Given records:
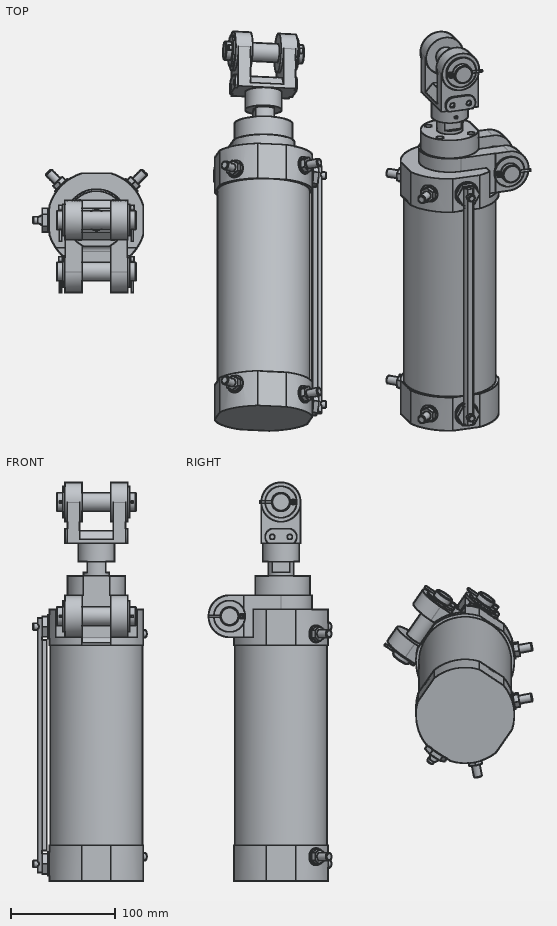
import cadquery as cq

overall_height = 382.0

tube_diameter = 88.5
cover_diameter = 94.5
cover_flat = 45.0
cover_height = 34.5
body_height = 260.0
barrel_top = body_height - cover_height

flange_diameter = 59.5
flange_height = 13.8
gland_diameter = 55.8
gland_height = 18.5
gland_flat = 25.0
screw_hole_diameter = 7.0
screw_hole_depth = 3.0
screw_circle_radius = 22.5
screw_count = 4
first_screw_angle = 45

lug_outer = 30.0
lug_inner = 13.8
pin_diameter = 18.0

bracket_lug_diameter = 40.5
bracket_arm_outer = flange_diameter / 2
bracket_pin_y = -49.3
lug_pad_start = -35.5
bracket_top = body_height + flange_height
gland_top = bracket_top + gland_height
bracket_pin_z = bracket_top - bracket_lug_diameter / 2
arm_bottom = bracket_top - bracket_lug_diameter

relief_wall = -26.5
slot_floor = 228.5
slot_fillet = 5.0

rod_diameter = 25.0
rod_flat_width = 18.0
rod_flat_bottom = 295.5
rod_end_diameter = 20.0

yoke_lug_diameter = 38.0
yoke_half_width = yoke_lug_diameter / 2
yoke_pin_z = overall_height - yoke_half_width
yoke_arm_outer = 28.0
yoke_arm_inner = 16.0
yoke_bottom = 323.5
yoke_floor = 335.8
floor_half_width = 11.5
floor_edge_z = 327.5
neck_diameter = 35.0
neck_bottom = 306.0
set_screw_diameter = 3.0
set_screw_z = 311.5
set_screw_depth = 2.0
pad_length = 30.0
pad_height = 16.0
pad_top = 337.5
pad_hole_diameter = 5.0
pad_hole_spacing = 16.8

pin_half_length = 38.2
pin_chamfer = 0.8
washer_diameter = 30.0
washer_thickness = 2.0
split_pin_diameter = 2.3
split_pin_x = 34.5
split_pin_tip = 20.2
split_pin_eye_diameter = 5.0
split_pin_eye_y = 12.0
split_pin_eye_width = 3.5
split_pin_eye_hole = 2.3

fitting_inset = 16.5
fitting_offset = 7.0
left_port_angle = 135
right_port_angle = 45
rail_angle = 180
port_seat_diameter = 16.8
port_seat_face = 47.8
port_nut_diameter = 14.5
port_nut_face = 52.7
port_stud_diameter = 8.0
port_stud_tip = 65.5
rail_seat_diameter = 23.0
rail_seat_face = 46.5
rail_nut_diameter = 23.0
rail_nut_face = 52.0
rail_stud_diameter = 7.0
rail_stud_tip = 60.7
stud_chamfer = 0.8
fitting_root = 42.0

rail_diameter = 10.5
rail_end_margin = 8.5
rail_notch_length = 21.0

rear_fitting_z = fitting_inset
head_fitting_z = body_height - fitting_inset


def cylinder_x(diameter, x_start, x_end, y=0.0, z=0.0):
    """Round bar parallel to X."""
    return cq.Workplane("YZ", origin=(x_start, y, z)).circle(diameter / 2).extrude(x_end - x_start)


def cylinder_z(diameter, z_start, z_end):
    """Round bar on the Z axis."""
    return cq.Workplane("XY", origin=(0, 0, z_start)).circle(diameter / 2).extrude(z_end - z_start)


def block(x_range, y_range, z_range):
    """Box between the given limits."""
    lows, highs = zip(x_range, y_range, z_range)
    sizes = [high - low for low, high in zip(lows, highs)]
    return cq.Workplane("XY", origin=lows).box(*sizes, centered=False)


def cover(z_start):
    """Round cover with four side flats."""
    square = cq.Workplane("XY", origin=(0, 0, z_start)).rect(2 * cover_flat, 2 * cover_flat)
    return cylinder_z(cover_diameter, z_start, z_start + cover_height).intersect(square.extrude(cover_height))


def fitting(angle, z, seat, nut, stud, corner_angle):
    """Seat, hexagon nut and stud pointing outwards; seat, nut and stud are (diameter, outer face)."""
    plane = cq.Plane(origin=(fitting_root, 0, z), xDir=(0, 1, 0), normal=(1, 0, 0))
    seat_disc = cq.Workplane(plane).circle(seat[0] / 2).extrude(seat[1] - fitting_root)
    hexagon = cq.Workplane(plane).transformed(rotate=(0, 0, corner_angle)).polygon(6, nut[0])
    stud_bar = cq.Workplane(plane).circle(stud[0] / 2).extrude(stud[1] - fitting_root)
    stud_bar = stud_bar.faces(">X").chamfer(stud_chamfer)
    whole = seat_disc.union(hexagon.extrude(nut[1] - fitting_root)).union(stud_bar)
    return whole.rotate((0, 0, 0), (0, 0, 1), angle)


def port(angle, z):
    """Port fitting, its nut with corners at top and bottom."""
    return fitting(
        angle,
        z,
        (port_seat_diameter, port_seat_face),
        (port_nut_diameter, port_nut_face),
        (port_stud_diameter, port_stud_tip),
        corner_angle=90,
    )


def rail_mount(z):
    """Nut and stud that carry one end of the rail."""
    return fitting(
        rail_angle,
        z,
        (rail_seat_diameter, rail_seat_face),
        (rail_nut_diameter, rail_nut_face),
        (rail_stud_diameter, rail_stud_tip),
        corner_angle=0,
    )


def bracket_slot():
    """Slot between the bracket lugs, with a fillet where its wall meets its floor."""
    slot = block((-lug_inner, lug_inner), (-cover_diameter, -gland_flat), (slot_floor, gland_top))
    return slot.edges(">Y and <Z").fillet(slot_fillet)


def add_fittings(body, z, port_shift):
    """Adds the rail mount and both ports to a cover."""
    body = body.union(rail_mount(z))
    return body.union(port(left_port_angle, z)).union(port(right_port_angle, z + port_shift))


def make_barrel():
    """Tube and rear cover in one piece, with the rear fittings."""
    barrel = cover(0).union(cylinder_z(tube_diameter, cover_height, barrel_top))
    return add_fittings(barrel, rear_fitting_z, fitting_offset)


def bracket_arm(side):
    """Arm from the flange to a round lug, thicker around the pin."""
    arm_x = sorted((side * lug_inner, side * bracket_arm_outer))
    pad_x = sorted((side * lug_inner, side * lug_outer))
    lug = cylinder_x(bracket_lug_diameter, *pad_x, bracket_pin_y, bracket_pin_z)
    lug_tip_y = bracket_pin_y - bracket_lug_diameter / 2
    front_half = block(pad_x, (lug_tip_y, bracket_pin_y), (arm_bottom, bracket_top))
    arm = block(arm_x, (lug_pad_start, 0), (body_height, bracket_top))
    arm = arm.union(block(arm_x, (lug_pad_start, relief_wall), (arm_bottom, bracket_top)))
    arm = arm.union(block(pad_x, (bracket_pin_y, lug_pad_start), (arm_bottom, bracket_top)))
    return arm.union(lug.intersect(front_half))


def make_head():
    """Head cover with its clevis bracket, gland and fittings."""
    relief = block(
        (-cover_diameter, cover_diameter), (-cover_diameter, relief_wall), (arm_bottom, body_height)
    )
    head = cover(barrel_top).cut(relief)
    head = head.union(cylinder_z(flange_diameter, body_height, bracket_top))
    head = head.union(cylinder_z(gland_diameter, bracket_top, gland_top))
    for side in (-1, 1):
        head = head.union(bracket_arm(side))
    head = head.cut(bracket_slot())
    head = head.cut(cylinder_x(pin_diameter, -lug_outer, lug_outer, bracket_pin_y, bracket_pin_z))
    screw_holes = (
        cq.Workplane("XY", origin=(0, 0, gland_top))
        .polarArray(screw_circle_radius, first_screw_angle, 360, screw_count)
        .circle(screw_hole_diameter / 2)
        .extrude(-screw_hole_depth)
    )
    head = add_fittings(head.cut(screw_holes), head_fitting_z, -fitting_offset)
    return head.cut(cylinder_z(rod_diameter, barrel_top, gland_top))


def make_rod():
    """Piston rod with two wrench flats and a thinner end inside the yoke."""
    rod = cylinder_z(rod_diameter, barrel_top, neck_bottom)
    for side in (-1, 1):
        flat_x = sorted((side * rod_flat_width / 2, side * rod_diameter))
        rod = rod.cut(block(flat_x, (-rod_diameter, rod_diameter), (rod_flat_bottom, neck_bottom)))
    return rod.union(cylinder_z(rod_end_diameter, neck_bottom, yoke_floor))


def yoke_side_pad(side):
    """Raised oblong pad on one arm, with two screw holes as deep as the pad."""
    pad_z = pad_top - pad_height / 2
    pad = (
        cq.Workplane("YZ", origin=(side * yoke_arm_outer, 0, pad_z))
        .slot2D(pad_length, pad_height)
        .extrude(side * (lug_outer - yoke_arm_outer))
    )
    holes = (
        cq.Workplane("YZ", origin=(side * yoke_arm_outer, 0, pad_z))
        .rarray(pad_hole_spacing, 4, 2, 1)
        .circle(pad_hole_diameter / 2)
        .extrude(side * (lug_outer - yoke_arm_outer))
    )
    below_yoke = block(
        (-lug_outer, lug_outer), (-pad_length, pad_length), (yoke_bottom - pad_height, yoke_bottom)
    )
    return pad.cut(holes).cut(below_yoke)


def make_yoke():
    """Fork with a sloped floor, round lugs and a neck around the rod end."""
    floor_profile = [
        (-yoke_half_width, yoke_bottom),
        (yoke_half_width, yoke_bottom),
        (yoke_half_width, floor_edge_z),
        (floor_half_width, yoke_floor),
        (-floor_half_width, yoke_floor),
        (-yoke_half_width, floor_edge_z),
    ]
    base = cq.Workplane("YZ").polyline(floor_profile).close().extrude(yoke_arm_outer, both=True)
    yoke = base.union(cylinder_z(neck_diameter, neck_bottom, yoke_bottom))
    for side in (-1, 1):
        arm_x = sorted((side * yoke_arm_inner, side * yoke_arm_outer))
        lug_x = sorted((side * lug_inner, side * lug_outer))
        yoke = yoke.union(block(arm_x, (-yoke_half_width, yoke_half_width), (yoke_bottom, yoke_pin_z)))
        yoke = yoke.union(cylinder_x(yoke_lug_diameter, *lug_x, 0, yoke_pin_z))
        yoke = yoke.union(yoke_side_pad(side))
    yoke = yoke.cut(cylinder_x(pin_diameter, -lug_outer, lug_outer, 0, yoke_pin_z))
    yoke = yoke.cut(cylinder_z(rod_end_diameter, neck_bottom, yoke_floor))
    neck_side = -neck_diameter / 2
    return yoke.cut(cylinder_x(set_screw_diameter, neck_side, neck_side + set_screw_depth, 0, set_screw_z))


def split_pin(x):
    """Split pin parallel to Y through a pin on the X axis, with its eye at +Y."""
    leg_length = split_pin_tip + split_pin_eye_y
    leg = (
        cq.Workplane("XZ", origin=(x, -split_pin_tip, 0)).circle(split_pin_diameter / 2).extrude(-leg_length)
    )
    eye = (
        cq.Workplane("YZ", origin=(x - split_pin_eye_width / 2, split_pin_eye_y, 0))
        .circle(split_pin_eye_diameter / 2)
        .extrude(split_pin_eye_width)
    )
    hole = cylinder_x(split_pin_eye_hole, x - split_pin_eye_width, x + split_pin_eye_width, split_pin_eye_y)
    return leg.union(eye).cut(hole)


def make_pin(y, z):
    """Clevis pin with a washer and a split pin at each end."""
    pin = cylinder_x(pin_diameter, -pin_half_length, pin_half_length).faces("<X or >X").chamfer(pin_chamfer)
    for side in (-1, 1):
        washer_x = sorted((side * lug_outer, side * (lug_outer + washer_thickness)))
        pin = pin.union(cylinder_x(washer_diameter, *washer_x)).union(split_pin(side * split_pin_x))
    return pin.translate((0, y, z))


def make_rail():
    """Hexagonal bar whose ends lie on the rail nuts with their inner half removed."""
    rail_bottom = rear_fitting_z - rail_end_margin
    rail_top = head_fitting_z + rail_end_margin
    rail = (
        cq.Workplane("XY", origin=(-rail_nut_face, 0, rail_bottom))
        .transformed(rotate=(0, 0, 90))
        .polygon(6, rail_diameter)
        .extrude(rail_top - rail_bottom)
    )
    inner_x = (-rail_nut_face, -rail_nut_face + rail_diameter)
    ends = ((rail_bottom, rail_bottom + rail_notch_length), (rail_top - rail_notch_length, rail_top))
    for end_z in ends:
        rail = rail.cut(block(inner_x, (-rail_diameter, rail_diameter), end_z))
    for z in (rear_fitting_z, head_fitting_z):
        rail = rail.cut(cylinder_x(rail_stud_diameter, -rail_stud_tip, -rail_nut_face, 0, z))
    return rail


barrel = make_barrel()
head = make_head()
rod = make_rod()
yoke = make_yoke()
pins = [make_pin(y, z) for y, z in ((bracket_pin_y, bracket_pin_z), (0, yoke_pin_z))]
rail = make_rail()

result = cq.Compound.makeCompound(
    [barrel.val(), head.val(), rod.val(), yoke.val(), *[pin.val() for pin in pins], rail.val()]
)

Exercise instructions: Copy out the lines above that hold the string "axis".

Solution for this exercise:
    """Round bar on the Z axis."""
    """Split pin parallel to Y through a pin on the X axis, with its eye at +Y."""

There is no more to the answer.